Theorem eulerpartlemmf 30437

Description: Lemma for eulerpart 30444. (Contributed by Thierry Arnoux, 30-Aug-2018.) (Revised by Thierry Arnoux, 1-Sep-2019.)

Hypotheses

Ref	Expression
eulerpart.p	|- P = { f e. ( NN0 ^m NN ) | ( ( `' f " NN ) e. Fin /\ sum_ k e. NN ( ( f ` k ) x. k ) = N ) }
eulerpart.o	|- O = { g e. P | A. n e. ( `' g " NN ) -. 2 || n }
eulerpart.d	|- D = { g e. P | A. n e. NN ( g ` n ) <_ 1 }
eulerpart.j	|- J = { z e. NN | -. 2 || z }
eulerpart.f	|- F = ( x e. J , y e. NN0 |-> ( ( 2 ^ y ) x. x ) )
eulerpart.h	|- H = { r e. ( ( ~P NN0 i^i Fin ) ^m J ) | ( r supp (/) ) e. Fin }
eulerpart.m	|- M = ( r e. H |-> { <. x , y >. | ( x e. J /\ y e. ( r ` x ) ) } )
eulerpart.r	|- R = { f | ( `' f " NN ) e. Fin }
eulerpart.t	|- T = { f e. ( NN0 ^m NN ) | ( `' f " NN ) C_ J }
eulerpart.g	|- G = ( o e. ( T i^i R ) |-> ( (𝟭 ` NN ) ` ( F " ( M ` (bits o. ( o |` J ) ) ) ) ) )

Assertion

Ref	Expression
eulerpartlemmf	|- ( A e. ( T i^i R ) -> (bits o. ( A |` J ) ) e. H )
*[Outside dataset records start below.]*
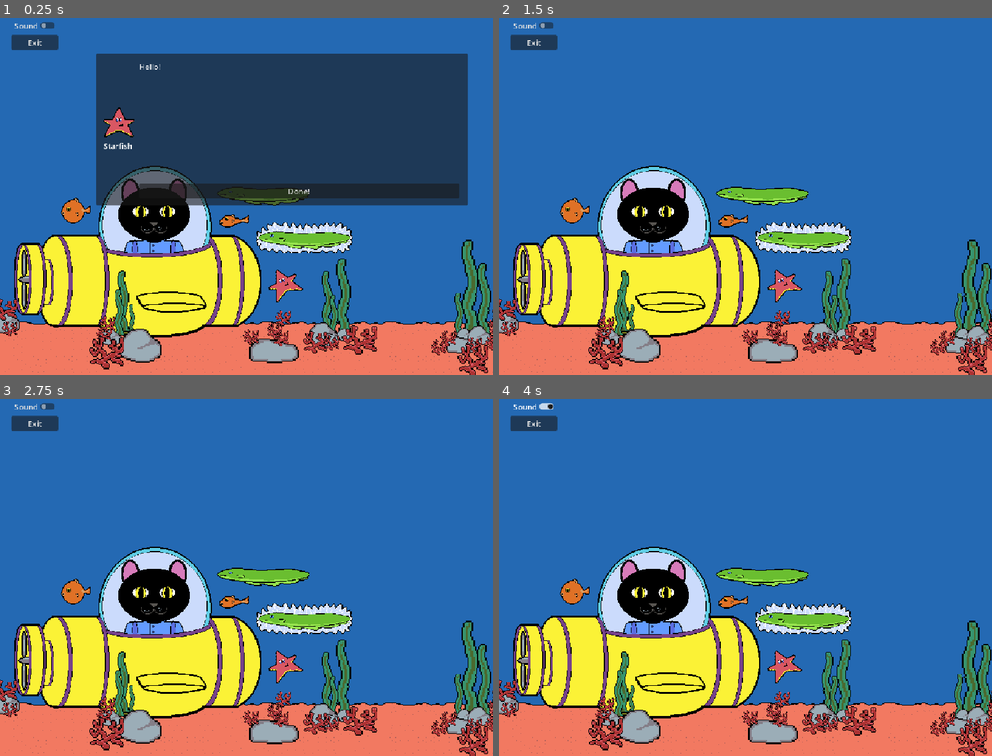
Above: before the commit, frames 1-4 (two rows, left to right).
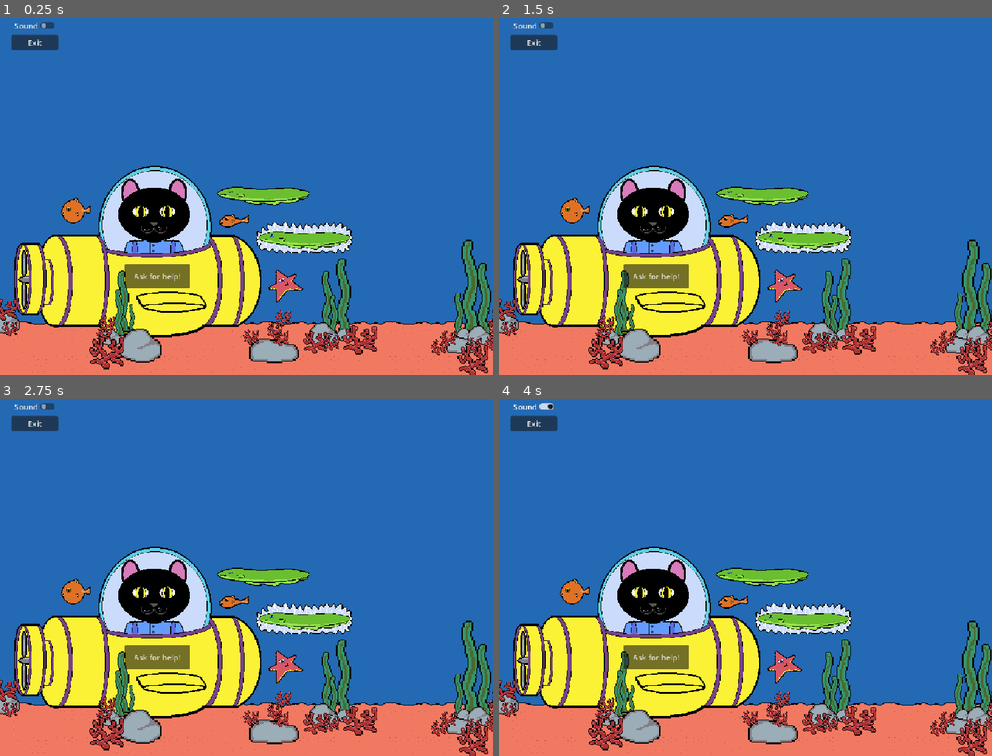
Above: after the commit, the same moments.

Repository: gainax2k1/uplifting_ocean
Game: Godot game, scene res://Scenes/uplifting_ocean.tscn
The game is run twice, just before and just after one commit, with the same random seed, the same clock (stepped at 60 frames per second) and the same inputs.
Inputs (mouse positions are in pixels of both pictures, inside the frame that each line leads up to):
- Up to frame 1 (0.25 s): no input
- Up to frame 2 (1.5 s): click (656, 275) at 0.5 s, where only the run after the commit has a clickable "Ask for help!"; click "Done!" at 1.25 s
- Up to frame 3 (2.75 s): no input
- Up to frame 4 (4 s): click "Sound" at 3.5 s

The runs differ from the first frame. In frame 1, 32% of the frame differs, in the area x 19-95%, y 10-76%; in frame 2, 0.9%; in frame 3, 0.9%; in frame 4, 0.9%.

Commit message:
dialog updates

Diff:
--- /dev/null
+++ b/Assets/Sprites/icon_sprite_frames.tres
@@ -0,0 +1,277 @@
+[gd_resource type="SpriteFrames" format=3 uid="uid://dqsy32ah0tj0r"]
+
+[ext_resource type="Texture2D" uid="uid://gr4e3nqr5y3l" path="res://Assets/Sprites/eel-icon-Sheet.png" id="1_muich"]
+[ext_resource type="Texture2D" uid="uid://clu13pw6harqg" path="res://Assets/Sprites/puffer-icon-small-sheet.png" id="2_ga58c"]
+[ext_resource type="Texture2D" uid="uid://ml2jvtxvp8kp" path="res://Assets/Sprites/starfish-icon-sheet.png" id="3_beb1n"]
+
+[sub_resource type="AtlasTexture" id="AtlasTexture_gl4vm"]
+atlas = ExtResource("1_muich")
+region = Rect2(0, 0, 100, 100)
+
+[sub_resource type="AtlasTexture" id="AtlasTexture_ofp2y"]
+atlas = ExtResource("1_muich")
+region = Rect2(100, 0, 100, 100)
+
+[sub_resource type="AtlasTexture" id="AtlasTexture_3dls6"]
+atlas = ExtResource("1_muich")
+region = Rect2(200, 0, 100, 100)
+
+[sub_resource type="AtlasTexture" id="AtlasTexture_w8h0v"]
+atlas = ExtResource("2_ga58c")
+region = Rect2(0, 0, 100, 100)
+
+[sub_resource type="AtlasTexture" id="AtlasTexture_y6rcn"]
+atlas = ExtResource("2_ga58c")
+region = Rect2(100, 0, 100, 100)
+
+[sub_resource type="AtlasTexture" id="AtlasTexture_2bvuo"]
+atlas = ExtResource("2_ga58c")
+region = Rect2(200, 0, 100, 100)
+
+[sub_resource type="AtlasTexture" id="AtlasTexture_xg2mj"]
+atlas = ExtResource("3_beb1n")
+region = Rect2(0, 0, 100, 100)
+
+[sub_resource type="AtlasTexture" id="AtlasTexture_3nas4"]
+atlas = ExtResource("3_beb1n")
+region = Rect2(100, 0, 100, 100)
+
+[sub_resource type="AtlasTexture" id="AtlasTexture_ionbg"]
+atlas = ExtResource("3_beb1n")
+region = Rect2(200, 0, 100, 100)
+
+[resource]
+resource_local_to_scene = true
+resource_name = "IconAni"
+animations = [{
+"frames": [{
+"duration": 1.0,
+"texture": SubResource("AtlasTexture_gl4vm")
+}, {
+"duration": 1.0,
+"texture": SubResource("AtlasTexture_ofp2y")
+}, {
+"duration": 1.0,
+"texture": SubResource("AtlasTexture_3dls6")
+}, {
+"duration": 1.0,
+"texture": SubResource("AtlasTexture_gl4vm")
+}, {
+"duration": 1.0,
+"texture": SubResource("AtlasTexture_ofp2y")
+}, {
+"duration": 1.0,
+"texture": SubResource("AtlasTexture_gl4vm")
+}, {
+"duration": 1.0,
+"texture": SubResource("AtlasTexture_ofp2y")
+}, {
+"duration": 1.0,
+"texture": SubResource("AtlasTexture_gl4vm")
+}, {
+"duration": 1.0,
+"texture": SubResource("AtlasTexture_ofp2y")
+}, {
+"duration": 1.0,
+"texture": SubResource("AtlasTexture_gl4vm")
+}, {
+"duration": 1.0,
+"texture": SubResource("AtlasTexture_ofp2y")
+}, {
+"duration": 1.0,
+"texture": SubResource("AtlasTexture_gl4vm")
+}, {
+"duration": 1.0,
+"texture": SubResource("AtlasTexture_ofp2y")
+}, {
+"duration": 1.0,
+"texture": SubResource("AtlasTexture_gl4vm")
+}, {
+"duration": 1.0,
+"texture": SubResource("AtlasTexture_ofp2y")
+}, {
+"duration": 1.0,
+"texture": SubResource("AtlasTexture_gl4vm")
+}, {
+"duration": 1.0,
+"texture": SubResource("AtlasTexture_ofp2y")
+}, {
+"duration": 1.0,
+"texture": SubResource("AtlasTexture_gl4vm")
+}, {
+"duration": 1.0,
+"texture": SubResource("AtlasTexture_ofp2y")
+}, {
+"duration": 1.0,
+"texture": SubResource("AtlasTexture_gl4vm")
+}, {
+"duration": 1.0,
+"texture": SubResource("AtlasTexture_ofp2y")
+}, {
+"duration": 1.0,
+"texture": SubResource("AtlasTexture_gl4vm")
+}, {
+"duration": 1.0,
+"texture": SubResource("AtlasTexture_ofp2y")
+}, {
+"duration": 1.0,
+"texture": SubResource("AtlasTexture_gl4vm")
+}, {
+"duration": 1.0,
+"texture": SubResource("AtlasTexture_ofp2y")
+}, {
+"duration": 1.0,
+"texture": SubResource("AtlasTexture_gl4vm")
+}, {
+"duration": 1.0,
+"texture": SubResource("AtlasTexture_ofp2y")
+}, {
+"duration": 1.0,
+"texture": SubResource("AtlasTexture_gl4vm")
+}, {
+"duration": 1.0,
+"texture": SubResource("AtlasTexture_ofp2y")
+}, {
+"duration": 1.0,
+"texture": SubResource("AtlasTexture_gl4vm")
+}, {
+"duration": 1.0,
+"texture": SubResource("AtlasTexture_ofp2y")
+}, {
+"duration": 1.0,
+"texture": SubResource("AtlasTexture_gl4vm")
+}, {
+"duration": 1.0,
+"texture": SubResource("AtlasTexture_gl4vm")
+}, {
+"duration": 1.0,
+"texture": SubResource("AtlasTexture_ofp2y")
+}],
+"loop": 1,
+"name": &"eel-icon-ani",
+"speed": 5.0
+}, {
+"frames": [{
+"duration": 1.0,
+"texture": SubResource("AtlasTexture_w8h0v")
+}, {
+"duration": 1.0,
+"texture": SubResource("AtlasTexture_y6rcn")
+}, {
+"duration": 1.0,
+"texture": SubResource("AtlasTexture_2bvuo")
+}, {
+"duration": 1.0,
+"texture": SubResource("AtlasTexture_w8h0v")
+}, {
+"duration": 1.0,
+"texture": SubResource("AtlasTexture_y6rcn")
+}, {
+"duration": 1.0,
+"texture": SubResource("AtlasTexture_w8h0v")
+}, {
+"duration": 1.0,
+"texture": SubResource("AtlasTexture_y6rcn")
+}, {
+"duration": 1.0,
+"texture": SubResource("AtlasTexture_w8h0v")
+}, {
+"duration": 1.0,
+"texture": SubResource("AtlasTexture_y6rcn")
+}, {
+"duration": 1.0,
+"texture": SubResource("AtlasTexture_w8h0v")
+}, {
+"duration": 1.0,
+"texture": SubResource("AtlasTexture_y6rcn")
+}, {
+"duration": 1.0,
+"texture": SubResource("AtlasTexture_w8h0v")
+}, {
+"duration": 1.0,
+"texture": SubResource("AtlasTexture_y6rcn")
+}, {
+"duration": 1.0,
+"texture": SubResource("AtlasTexture_w8h0v")
+}, {
+"duration": 1.0,
+"texture": SubResource("AtlasTexture_y6rcn")
+}, {
+"duration": 1.0,
+"texture": SubResource("AtlasTexture_w8h0v")
+}, {
+"duration": 1.0,
+"texture": SubResource("AtlasTexture_y6rcn")
+}, {
+"duration": 1.0,
+"texture": SubResource("AtlasTexture_w8h0v")
+}, {
+"duration": 1.0,
+"texture": SubResource("AtlasTexture_y6rcn")
+}],
+"loop": 1,
+"name": &"puffer-icon-ani",
+"speed": 5.0
+}, {
+"frames": [{
+"duration": 1.0,
+"texture": SubResource("AtlasTexture_xg2mj")
+}, {
+"duration": 1.0,
+"texture": SubResource("AtlasTexture_3nas4")
+}, {
+"duration": 1.0,
+"texture": SubResource("AtlasTexture_ionbg")
+}, {
+"duration": 1.0,
+"texture": SubResource("AtlasTexture_xg2mj")
+}, {
+"duration": 1.0,
+"texture": SubResource("AtlasTexture_3nas4")
+}, {
+"duration": 1.0,
+"texture": SubResource("AtlasTexture_xg2mj")
+}, {
+"duration": 1.0,
+"texture": SubResource("AtlasTexture_3nas4")
+}, {
+"duration": 1.0,
+"texture": SubResource("AtlasTexture_xg2mj")
+}, {
+"duration": 1.0,
+"texture": SubResource("AtlasTexture_3nas4")
+}, {
+"duration": 1.0,
+"texture": SubResource("AtlasTexture_xg2mj")
+}, {
+"duration": 1.0,
+"texture": SubResource("AtlasTexture_3nas4")
+}, {
+"duration": 1.0,
+"texture": SubResource("AtlasTexture_xg2mj")
+}, {
+"duration": 1.0,
+"texture": SubResource("AtlasTexture_3nas4")
+}, {
+"duration": 1.0,
+"texture": SubResource("AtlasTexture_xg2mj")
+}, {
+"duration": 1.0,
+"texture": SubResource("AtlasTexture_3nas4")
+}, {
+"duration": 1.0,
+"texture": SubResource("AtlasTexture_xg2mj")
+}, {
+"duration": 1.0,
+"texture": SubResource("AtlasTexture_3nas4")
+}, {
+"duration": 1.0,
+"texture": SubResource("AtlasTexture_xg2mj")
+}, {
+"duration": 1.0,
+"texture": SubResource("AtlasTexture_3nas4")
+}],
+"loop": 1,
+"name": &"starfish-icon-ani",
+"speed": 5.0
+}]
--- a/Scenes/Dialogue_Manager.gd
+++ b/Scenes/Dialogue_Manager.gd
@@ -7,25 +7,52 @@
 @onready var DialogText = %DialogText
 @onready var SpeakerLabel = %SpeakerLabel
 @onready var done_button = %DoneButton
+@onready var cont_button = %ContinueButton
 
-
+var current_NPC_index = 0
+var current_dialog_index = 0
+var current_dialog = null
+var current_dialog_max = 0
 
 func _ready() -> void:
 	DialogBox.hide()
-	start_dialog(full_script.Dialogues[0], 0)
-
 	pass
 
-func start_dialog(dialog:Dialogue, dialog_index:int):
-	if dialog_index == null:
-		dialog_index = 0
+func start_dialog(dialog:Dialogue):
+	current_dialog = dialog
+	current_dialog_max = len(current_dialog.Dialogs)-1
+	cont_button.disabled = false
+	if current_dialog_index == null:
+		current_dialog_index = 0
 
 	DialogBox.show()
-	NPC_Icon.texture = dialog.NPC_Icon
-	SpeakerLabel.text = dialog.NPC_Name
-	DialogText.text = dialog.Dialogs[dialog_index]
+	NPC_Icon.play(current_dialog.NPC_Icon)
+	SpeakerLabel.text = current_dialog.NPC_Name
+	DialogText.text = current_dialog.Dialogs[current_dialog_index]
 
+func cont_dialog():
+	if current_dialog_index> current_dialog_max:
+		return
+	DialogText.text = current_dialog.Dialogs[current_dialog_index]
 	pass
 
+func _on_continue_button_pressed() -> void:
+	current_dialog_index += 1
+	if current_dialog_index + 1 > current_dialog_max:
+		cont_button.disabled = true
+	cont_dialog()
+	pass # Replace with function body.
+
 func _on_done_button_pressed() -> void:
+	current_dialog_index = 0
+	if (current_NPC_index + 1) < len(full_script.Dialogues):
+		current_NPC_index += 1
+	else:
+		%AskForHelp.disabled = true
+		%AskForHelp.visible = false
+		#CALL ENDING...????????????????????
 	DialogBox.hide()
+
+func _on_ask_for_help_pressed() -> void:
+	start_dialog(full_script.Dialogues[current_NPC_index])
+	pass # Replace with function body.
--- a/Scenes/dialog.tscn
+++ b/Scenes/dialog.tscn
@@ -3,9 +3,7 @@
 [ext_resource type="Script" uid="uid://bb24tspl4newg" path="res://Scenes/Dialogue_Manager.gd" id="1_edf0l"]
 [ext_resource type="Script" uid="uid://dchd2qkhl6wvi" path="res://Scripts/dialog_box.gd" id="1_irs7l"]
 [ext_resource type="Resource" uid="uid://clvvjay05gcvp" path="res://Scripts/full_script.tres" id="2_87kay"]
-
-[sub_resource type="PlaceholderTexture2D" id="PlaceholderTexture2D_ga5kc"]
-size = Vector2(100, 100)
+[ext_resource type="SpriteFrames" uid="uid://dqsy32ah0tj0r" path="res://Assets/Sprites/icon_sprite_frames.tres" id="4_u40lh"]
 
 [node name="Dialog" type="Node2D" unique_id=1563229591]
 script = ExtResource("1_edf0l")
@@ -44,10 +42,12 @@
 layout_mode = 2
 alignment = 1
 
-[node name="NPCIcon" type="TextureRect" parent="CanvasLayer/DialogBox/MarginContainer/HBoxContainer/VBoxContainer" unique_id=191042840]
+[node name="NPCIcon" type="AnimatedSprite2D" parent="CanvasLayer/DialogBox/MarginContainer/HBoxContainer/VBoxContainer" unique_id=2111244090]
 unique_name_in_owner = true
-layout_mode = 2
-texture = SubResource("PlaceholderTexture2D_ga5kc")
+position = Vector2(79, 66)
+scale = Vector2(1.31, 1.31)
+sprite_frames = ExtResource("4_u40lh")
+animation = &"starfish-icon-ani"
 
 [node name="SpeakerLabel" type="Label" parent="CanvasLayer/DialogBox/MarginContainer/HBoxContainer/VBoxContainer" unique_id=1861606087]
 unique_name_in_owner = true
@@ -63,22 +63,17 @@
 unique_name_in_owner = true
 layout_mode = 2
 size_flags_vertical = 3
-text = "1. Take 5 long, deep breaths through your nose, and exhale through puckered lips.
-2. Place both feet flat on the floor. Wiggle your toes. Curl and uncurl your toes several
-times. Spend a moment noticing the sensations in your feet.
-3. Stomp your feet on the ground several times. Pay attention to the sensations in your feet
-and legs as you make contact with the ground.
-4. Clench your hands into fists, then release the tension. Repeat this 10 times.
-5. Press your palms together. Press them harder and hold this pose for 15 seconds. Pay
-attention to the feeling of tension in your hands and arms.
-6. Rub your palms together briskly. Notice and sound and the feeling of warmth.
-7. Reach your hands over your head like you’re trying to reach the sky. Stretch like this for 5
-seconds. Bring your arms down and let them relax at your sides.
-8. Take 5 more deep breaths and notice the feeling of calm in your body."
+text = "1. Take 5 long, deep breaths through your nose, and exhale through puckered lips."
+
+[node name="ContinueButton" type="Button" parent="CanvasLayer/DialogBox/MarginContainer/HBoxContainer/VBoxContainer2" unique_id=769049672]
+unique_name_in_owner = true
+layout_mode = 2
+text = "Continue"
 
 [node name="DoneButton" type="Button" parent="CanvasLayer/DialogBox/MarginContainer/HBoxContainer/VBoxContainer2" unique_id=94282263]
 unique_name_in_owner = true
 layout_mode = 2
 text = "Done!"
 
+[connection signal="pressed" from="CanvasLayer/DialogBox/MarginContainer/HBoxContainer/VBoxContainer2/ContinueButton" to="." method="_on_continue_button_pressed"]
 [connection signal="pressed" from="CanvasLayer/DialogBox/MarginContainer/HBoxContainer/VBoxContainer2/DoneButton" to="." method="_on_done_button_pressed"]
--- a/Scenes/uplifting_ocean.tscn
+++ b/Scenes/uplifting_ocean.tscn
@@ -258,5 +258,16 @@
 offset_transform_enabled = true
 
 [node name="Dialog" parent="." unique_id=1563229591 instance=ExtResource("1_w7ias")]
+unique_name_in_owner = true
 position = Vector2(214.99997, 172)
 scale = Vector2(-0.13478641, -4.424723)
+
+[node name="AskForHelp" type="Button" parent="." unique_id=1949216820]
+unique_name_in_owner = true
+offset_left = 259.0
+offset_top = 537.0
+offset_right = 395.0
+offset_bottom = 588.0
+text = "Ask for help!"
+
+[connection signal="pressed" from="AskForHelp" to="Dialog" method="_on_ask_for_help_pressed"]
--- a/Scripts/Dialogue.gd
+++ b/Scripts/Dialogue.gd
@@ -3,5 +3,5 @@
 class_name Dialogue
 
 @export var NPC_Name : String
-@export var NPC_Icon : Texture2D
+@export var NPC_Icon : String
 @export var Dialogs : Array[String]
--- a/Scripts/dialog_box.gd
+++ b/Scripts/dialog_box.gd
@@ -1,7 +1,7 @@
 extends Panel
 
 @onready var dialogue_text : RichTextLabel = %DialogText
-@onready var npc_icon : TextureRect = %NPCIcon
+@onready var npc_icon : AnimatedSprite2D = %NPCIcon
 
 
 
--- a/Scripts/full_script.tres
+++ b/Scripts/full_script.tres
@@ -2,28 +2,25 @@
 
 [ext_resource type="Script" uid="uid://cmfv4wy4eohe4" path="res://Scripts/Dialogue.gd" id="1_ratjg"]
 [ext_resource type="Script" uid="uid://ccclnbarsi5c6" path="res://Scripts/FullScript.gd" id="2_7e12r"]
-[ext_resource type="Texture2D" uid="uid://cy1lbchsg4i61" path="res://Assets/Sprites/starfish.png" id="2_bd0cp"]
-[ext_resource type="Texture2D" uid="uid://by6mcmd8wespp" path="res://Assets/Sprites/puffer-small.png" id="3_u5gu4"]
-[ext_resource type="Texture2D" uid="uid://bmfhdfd0ae4fn" path="res://Assets/Sprites/eel.png" id="4_kc8wv"]
 
 [sub_resource type="Resource" id="Resource_k0ep2"]
 script = ExtResource("1_ratjg")
 NPC_Name = "Starfish"
-NPC_Icon = ExtResource("2_bd0cp")
+NPC_Icon = "starfish-icon-ani "
 Dialogs = Array[String](["Hello!", "How's it going?", "Have a starry day! <3"])
 metadata/_custom_type_script = "uid://cmfv4wy4eohe4"
 
 [sub_resource type="Resource" id="Resource_nbxii"]
 script = ExtResource("1_ratjg")
 NPC_Name = "Puffer"
-NPC_Icon = ExtResource("3_u5gu4")
+NPC_Icon = "puffer-icon-ani"
 Dialogs = Array[String](["Heyo!", "Need help breathing?", "Let's practice deep breathing!"])
 metadata/_custom_type_script = "uid://cmfv4wy4eohe4"
 
 [sub_resource type="Resource" id="Resource_h456a"]
 script = ExtResource("1_ratjg")
 NPC_Name = "Eel"
-NPC_Icon = ExtResource("4_kc8wv")
+NPC_Icon = "eel-icon-ani"
 Dialogs = Array[String](["HELLO!", "YOU LOOK A LITTL LOW ON ENERGY!", "THIS MIGHT \"SHOCK\" YOU, BUT I CAN HELP YOU!", "LET'S GOOOO!!!"])
 metadata/_custom_type_script = "uid://cmfv4wy4eohe4"
 
--- a/project_time_traker.json
+++ b/project_time_traker.json
@@ -1,8 +1,9 @@
 {
-  "2D": 235.122215747833,
+  "2D": 1643.08910489082,
   "3D": 44.9551446437836,
-  "AFK": 244.011056900024,
-  "Editor": 8777.07941579819,
-  "Game": 370.337215900421,
-  "Script": 8126.66483950615
+  "AFK": 5632.1489713192,
+  "Asset Store": 4.99714398384094,
+  "Editor": 15402.6968386173,
+  "Game": 1105.84914445877,
+  "Script": 12603.8063006401
 }
Binary file added: Assets/Sprites/eel-icon-Sheet.png
Not shown, added: Assets/Sprites/eel-icon-Sheet.png.import
Binary file added: Assets/Sprites/eel-icon.aseprite
Binary file added: Assets/Sprites/starfish-icon-sheet.aseprite
Binary file added: Assets/Sprites/starfish-icon-sheet.png
Not shown, added: Assets/Sprites/starfish-icon-sheet.png.import

Distinct variable groups:   f, k, n, x, y, z   f, o, r, A   o, F   H, r   f, J   n, o, r, J, x, y   o, M   f, N   g, n, P   R, o   T, o

Allowed substitution hints:   A( x, y, z, g, k, n)   D( x, y, z, f, g, k, n, o, r)   P( x, y, z, f, k, o, r)   R( x, y, z, f, g, k, n, r)   T( x, y, z, f, g, k, n, r)   F( x, y, z, f, g, k, n, r)   G( x, y, z, f, g, k, n, o, r)   H( x, y, z, f, g, k, n, o)   J( z, g, k)   M( x, y, z, f, g, k, n, r)   N( x, y, z, g, k, n, o, r)   O( x, y, z, f, g, k, n, o, r)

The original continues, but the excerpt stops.